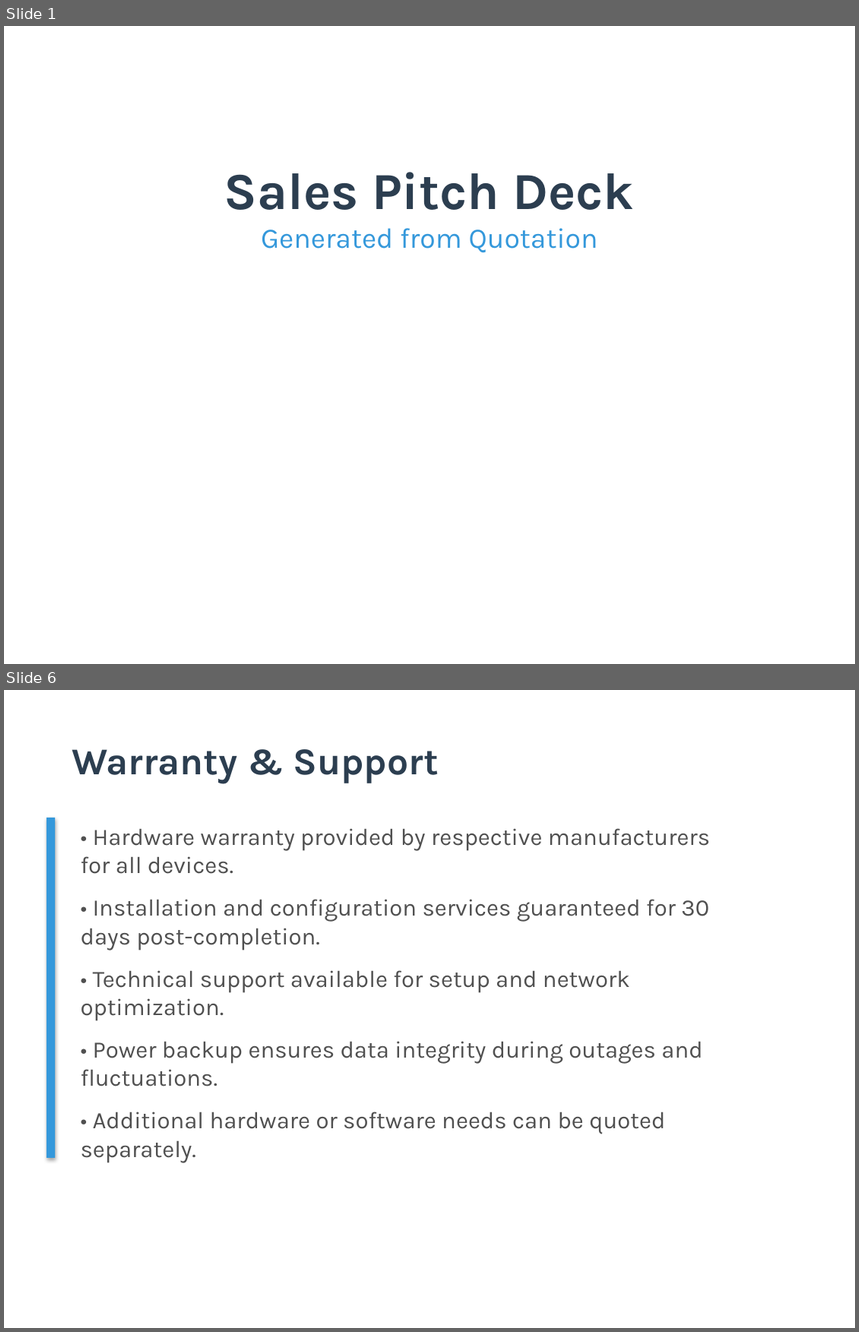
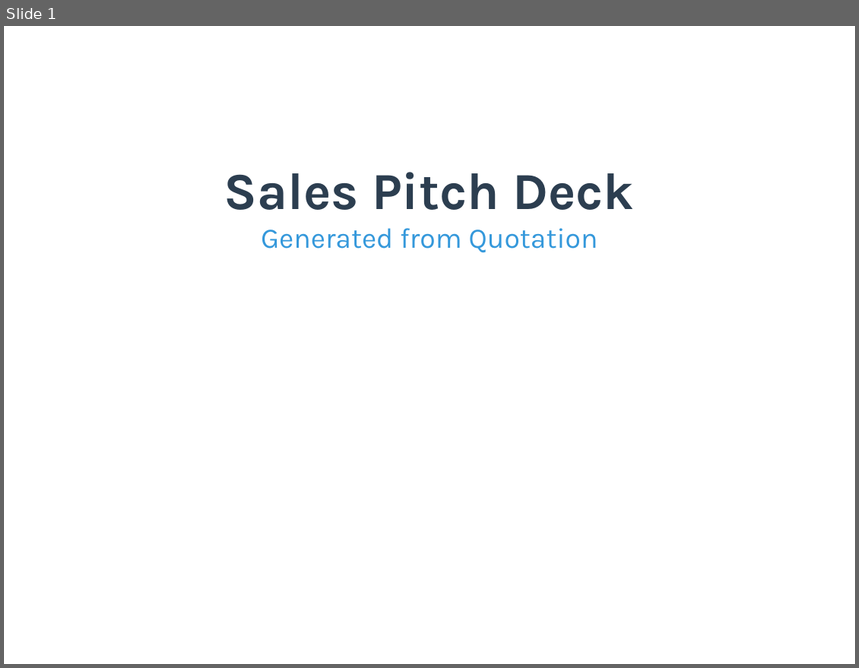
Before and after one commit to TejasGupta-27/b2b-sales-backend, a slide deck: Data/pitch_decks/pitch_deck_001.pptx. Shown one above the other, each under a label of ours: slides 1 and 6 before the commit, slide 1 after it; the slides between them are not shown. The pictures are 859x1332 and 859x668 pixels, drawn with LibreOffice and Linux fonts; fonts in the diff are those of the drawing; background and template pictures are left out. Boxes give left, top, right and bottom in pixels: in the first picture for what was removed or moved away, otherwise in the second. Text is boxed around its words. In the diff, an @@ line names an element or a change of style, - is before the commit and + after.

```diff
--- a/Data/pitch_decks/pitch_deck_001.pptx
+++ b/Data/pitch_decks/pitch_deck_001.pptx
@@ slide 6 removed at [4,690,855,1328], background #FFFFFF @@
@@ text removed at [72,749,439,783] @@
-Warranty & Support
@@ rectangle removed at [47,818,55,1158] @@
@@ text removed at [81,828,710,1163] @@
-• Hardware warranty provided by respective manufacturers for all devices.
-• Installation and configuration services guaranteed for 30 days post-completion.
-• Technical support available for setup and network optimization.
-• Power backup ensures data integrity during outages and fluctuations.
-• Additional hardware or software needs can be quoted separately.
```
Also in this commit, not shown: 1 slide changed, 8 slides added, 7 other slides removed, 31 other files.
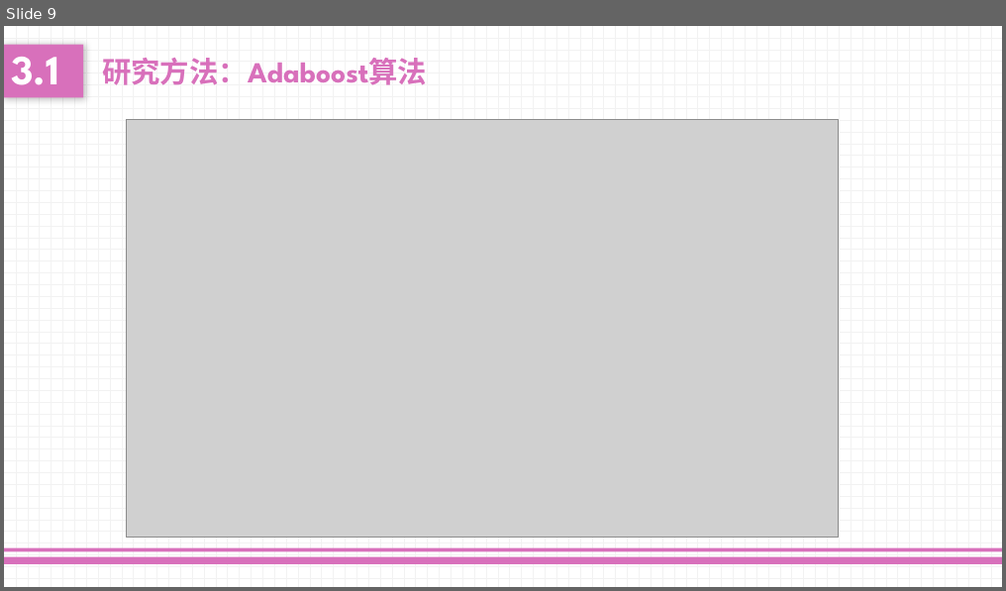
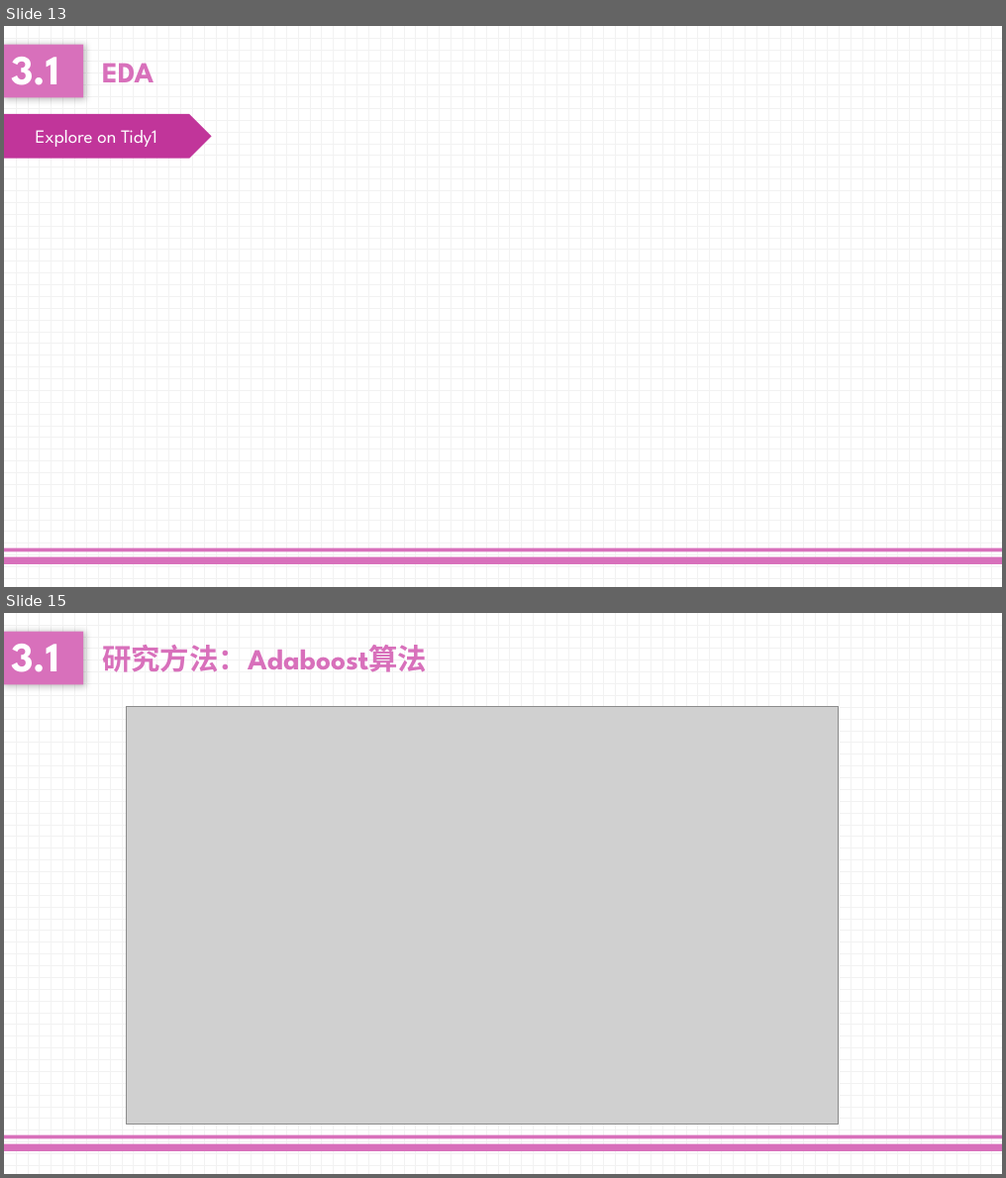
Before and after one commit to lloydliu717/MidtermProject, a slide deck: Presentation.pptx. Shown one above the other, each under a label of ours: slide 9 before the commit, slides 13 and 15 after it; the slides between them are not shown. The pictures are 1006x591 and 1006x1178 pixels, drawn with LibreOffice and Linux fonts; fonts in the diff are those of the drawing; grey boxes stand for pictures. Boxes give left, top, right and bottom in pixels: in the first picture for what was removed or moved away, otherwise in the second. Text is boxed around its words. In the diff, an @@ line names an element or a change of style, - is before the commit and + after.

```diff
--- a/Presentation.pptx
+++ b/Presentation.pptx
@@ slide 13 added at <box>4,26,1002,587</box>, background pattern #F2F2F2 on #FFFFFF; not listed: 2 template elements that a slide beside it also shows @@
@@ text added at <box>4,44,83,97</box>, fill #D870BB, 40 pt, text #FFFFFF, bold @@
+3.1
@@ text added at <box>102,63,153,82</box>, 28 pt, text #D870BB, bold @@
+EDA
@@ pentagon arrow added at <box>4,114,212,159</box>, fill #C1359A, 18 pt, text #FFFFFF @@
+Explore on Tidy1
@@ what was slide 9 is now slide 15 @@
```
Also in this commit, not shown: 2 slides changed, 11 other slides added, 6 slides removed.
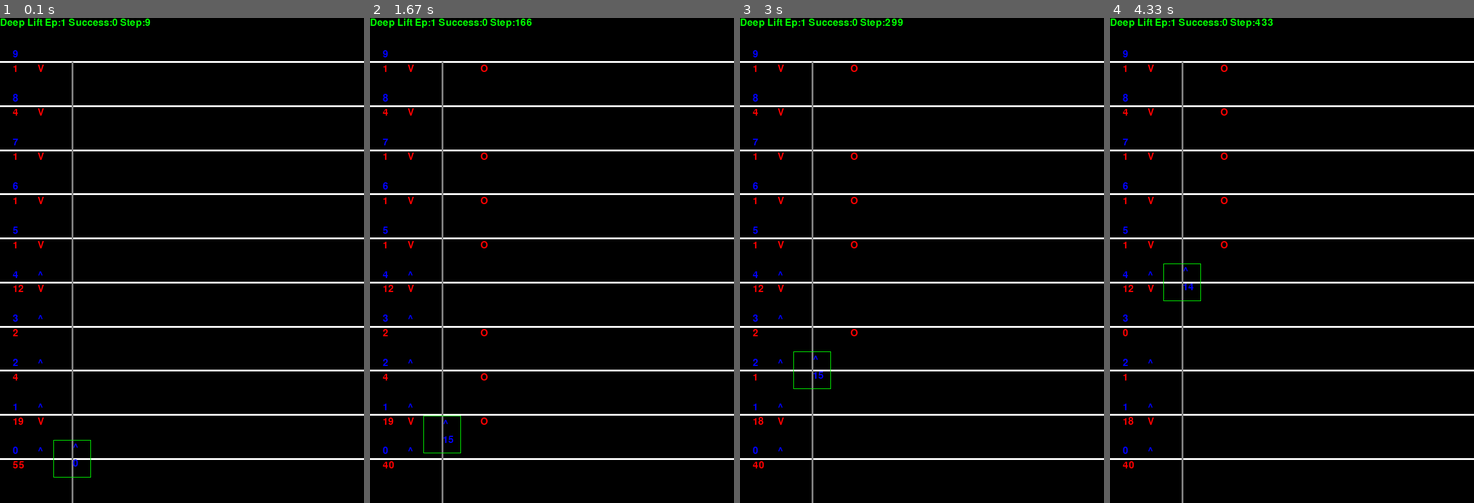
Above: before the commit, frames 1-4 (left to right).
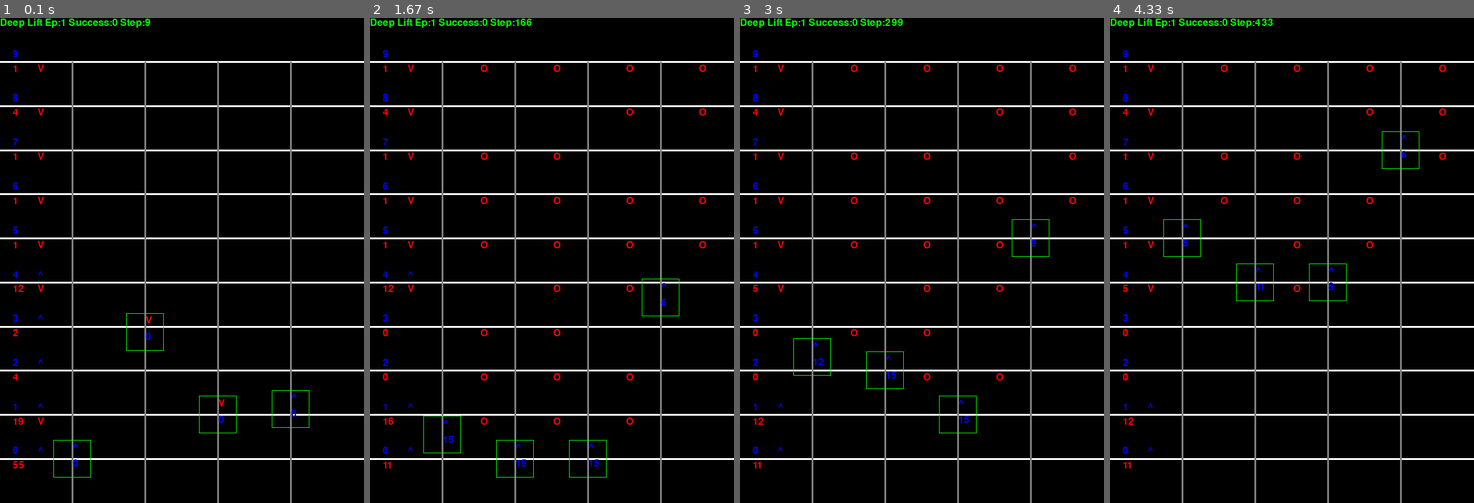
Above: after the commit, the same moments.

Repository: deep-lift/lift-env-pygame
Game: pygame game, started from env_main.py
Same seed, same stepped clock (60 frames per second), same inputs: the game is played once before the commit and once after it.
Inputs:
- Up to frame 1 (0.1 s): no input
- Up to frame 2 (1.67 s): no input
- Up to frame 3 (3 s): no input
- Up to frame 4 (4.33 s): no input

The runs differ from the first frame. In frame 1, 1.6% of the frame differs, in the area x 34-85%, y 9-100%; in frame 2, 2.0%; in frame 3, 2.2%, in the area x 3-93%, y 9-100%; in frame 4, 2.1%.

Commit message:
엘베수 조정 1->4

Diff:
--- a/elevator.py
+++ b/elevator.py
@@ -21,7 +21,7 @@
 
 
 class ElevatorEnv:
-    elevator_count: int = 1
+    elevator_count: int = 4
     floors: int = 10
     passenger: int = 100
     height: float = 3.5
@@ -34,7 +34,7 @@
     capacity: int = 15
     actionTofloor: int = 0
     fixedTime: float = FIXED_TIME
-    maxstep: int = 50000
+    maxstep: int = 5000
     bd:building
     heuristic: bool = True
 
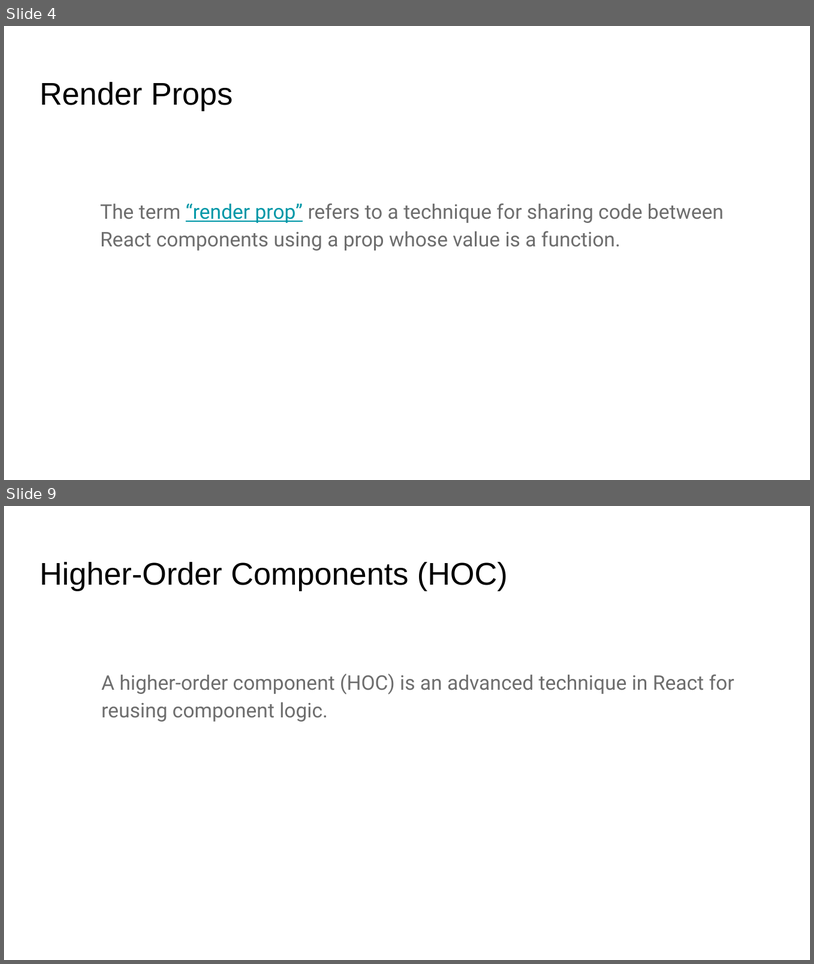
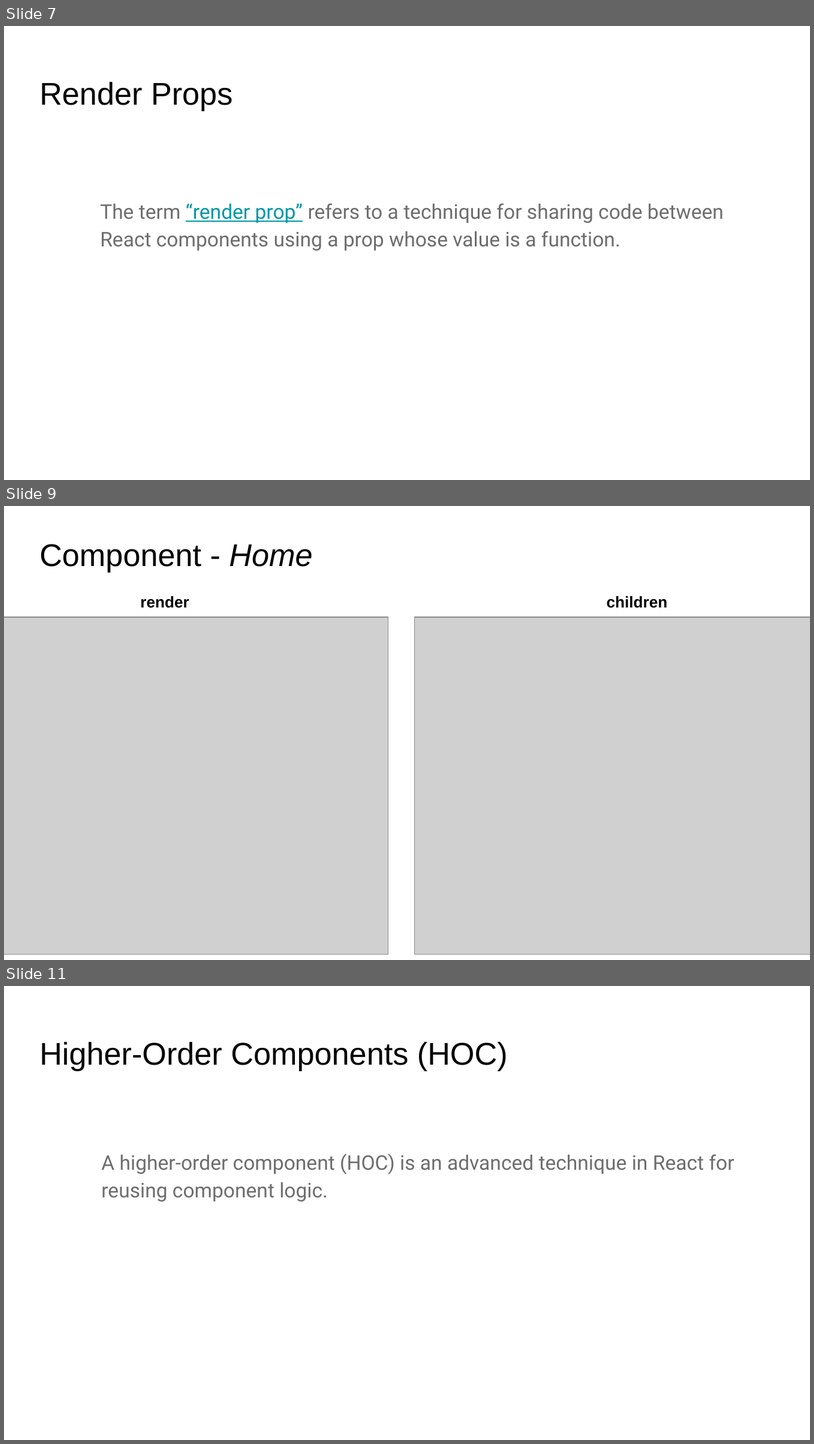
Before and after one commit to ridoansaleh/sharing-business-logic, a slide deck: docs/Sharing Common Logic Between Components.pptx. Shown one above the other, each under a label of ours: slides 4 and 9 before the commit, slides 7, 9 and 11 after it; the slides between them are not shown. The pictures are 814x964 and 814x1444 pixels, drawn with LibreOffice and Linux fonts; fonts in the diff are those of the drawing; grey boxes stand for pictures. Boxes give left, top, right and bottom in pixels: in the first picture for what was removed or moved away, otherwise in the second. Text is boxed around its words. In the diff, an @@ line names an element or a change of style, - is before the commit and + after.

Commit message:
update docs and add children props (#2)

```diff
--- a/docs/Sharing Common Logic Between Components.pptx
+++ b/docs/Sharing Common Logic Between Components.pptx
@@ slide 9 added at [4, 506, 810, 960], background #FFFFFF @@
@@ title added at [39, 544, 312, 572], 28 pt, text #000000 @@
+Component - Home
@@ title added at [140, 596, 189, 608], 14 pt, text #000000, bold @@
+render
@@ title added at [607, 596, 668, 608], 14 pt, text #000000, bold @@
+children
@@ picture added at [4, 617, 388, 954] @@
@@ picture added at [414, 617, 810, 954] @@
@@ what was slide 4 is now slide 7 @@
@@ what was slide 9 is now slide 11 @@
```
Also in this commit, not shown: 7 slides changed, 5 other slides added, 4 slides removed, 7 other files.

— EXERCISE DESCRIPTION —
The answer must be an exact copy of the records, with no pictures in it.

— EXERCISE SOLUTION —
Before and after one commit to TejasGupta-27/b2b-sales-backend, a slide deck: Data/pitch_decks/pitch_deck_001.pptx. Shown one above the other, each under a label of ours: slides 1 and 6 before the commit, slide 1 after it; the slides between them are not shown. The pictures are 859x1332 and 859x668 pixels, drawn with LibreOffice and Linux fonts; fonts in the diff are those of the drawing; background and template pictures are left out. Boxes give left, top, right and bottom in pixels: in the first picture for what was removed or moved away, otherwise in the second. Text is boxed around its words. In the diff, an @@ line names an element or a change of style, - is before the commit and + after.

```diff
--- a/Data/pitch_decks/pitch_deck_001.pptx
+++ b/Data/pitch_decks/pitch_deck_001.pptx
@@ slide 6 removed at [4,690,855,1328], background #FFFFFF @@
@@ text removed at [72,749,439,783] @@
-Warranty & Support
@@ rectangle removed at [47,818,55,1158] @@
@@ text removed at [81,828,710,1163] @@
-• Hardware warranty provided by respective manufacturers for all devices.
-• Installation and configuration services guaranteed for 30 days post-completion.
-• Technical support available for setup and network optimization.
-• Power backup ensures data integrity during outages and fluctuations.
-• Additional hardware or software needs can be quoted separately.
```
Also in this commit, not shown: 1 slide changed, 8 slides added, 7 other slides removed, 31 other files.
Before and after one commit to lloydliu717/MidtermProject, a slide deck: Presentation.pptx. Shown one above the other, each under a label of ours: slide 9 before the commit, slides 13 and 15 after it; the slides between them are not shown. The pictures are 1006x591 and 1006x1178 pixels, drawn with LibreOffice and Linux fonts; fonts in the diff are those of the drawing; grey boxes stand for pictures. Boxes give left, top, right and bottom in pixels: in the first picture for what was removed or moved away, otherwise in the second. Text is boxed around its words. In the diff, an @@ line names an element or a change of style, - is before the commit and + after.

```diff
--- a/Presentation.pptx
+++ b/Presentation.pptx
@@ slide 13 added at <box>4,26,1002,587</box>, background pattern #F2F2F2 on #FFFFFF; not listed: 2 template elements that a slide beside it also shows @@
@@ text added at <box>4,44,83,97</box>, fill #D870BB, 40 pt, text #FFFFFF, bold @@
+3.1
@@ text added at <box>102,63,153,82</box>, 28 pt, text #D870BB, bold @@
+EDA
@@ pentagon arrow added at <box>4,114,212,159</box>, fill #C1359A, 18 pt, text #FFFFFF @@
+Explore on Tidy1
@@ what was slide 9 is now slide 15 @@
```
Also in this commit, not shown: 2 slides changed, 11 other slides added, 6 slides removed.
Above: before the commit, frames 1-4 (left to right).
Above: after the commit, the same moments.

Repository: deep-lift/lift-env-pygame
Game: pygame game, started from env_main.py
Same seed, same stepped clock (60 frames per second), same inputs: the game is played once before the commit and once after it.
Inputs:
- Up to frame 1 (0.1 s): no input
- Up to frame 2 (1.67 s): no input
- Up to frame 3 (3 s): no input
- Up to frame 4 (4.33 s): no input

The runs differ from the first frame. In frame 1, 1.6% of the frame differs, in the area x 34-85%, y 9-100%; in frame 2, 2.0%; in frame 3, 2.2%, in the area x 3-93%, y 9-100%; in frame 4, 2.1%.

Commit message:
엘베수 조정 1->4

Diff:
--- a/elevator.py
+++ b/elevator.py
@@ -21,7 +21,7 @@
 
 
 class ElevatorEnv:
-    elevator_count: int = 1
+    elevator_count: int = 4
     floors: int = 10
     passenger: int = 100
     height: float = 3.5
@@ -34,7 +34,7 @@
     capacity: int = 15
     actionTofloor: int = 0
     fixedTime: float = FIXED_TIME
-    maxstep: int = 50000
+    maxstep: int = 5000
     bd:building
     heuristic: bool = True
 
Before and after one commit to ridoansaleh/sharing-business-logic, a slide deck: docs/Sharing Common Logic Between Components.pptx. Shown one above the other, each under a label of ours: slides 4 and 9 before the commit, slides 7, 9 and 11 after it; the slides between them are not shown. The pictures are 814x964 and 814x1444 pixels, drawn with LibreOffice and Linux fonts; fonts in the diff are those of the drawing; grey boxes stand for pictures. Boxes give left, top, right and bottom in pixels: in the first picture for what was removed or moved away, otherwise in the second. Text is boxed around its words. In the diff, an @@ line names an element or a change of style, - is before the commit and + after.

Commit message:
update docs and add children props (#2)

```diff
--- a/docs/Sharing Common Logic Between Components.pptx
+++ b/docs/Sharing Common Logic Between Components.pptx
@@ slide 9 added at [4, 506, 810, 960], background #FFFFFF @@
@@ title added at [39, 544, 312, 572], 28 pt, text #000000 @@
+Component - Home
@@ title added at [140, 596, 189, 608], 14 pt, text #000000, bold @@
+render
@@ title added at [607, 596, 668, 608], 14 pt, text #000000, bold @@
+children
@@ picture added at [4, 617, 388, 954] @@
@@ picture added at [414, 617, 810, 954] @@
@@ what was slide 4 is now slide 7 @@
@@ what was slide 9 is now slide 11 @@
```
Also in this commit, not shown: 7 slides changed, 5 other slides added, 4 slides removed, 7 other files.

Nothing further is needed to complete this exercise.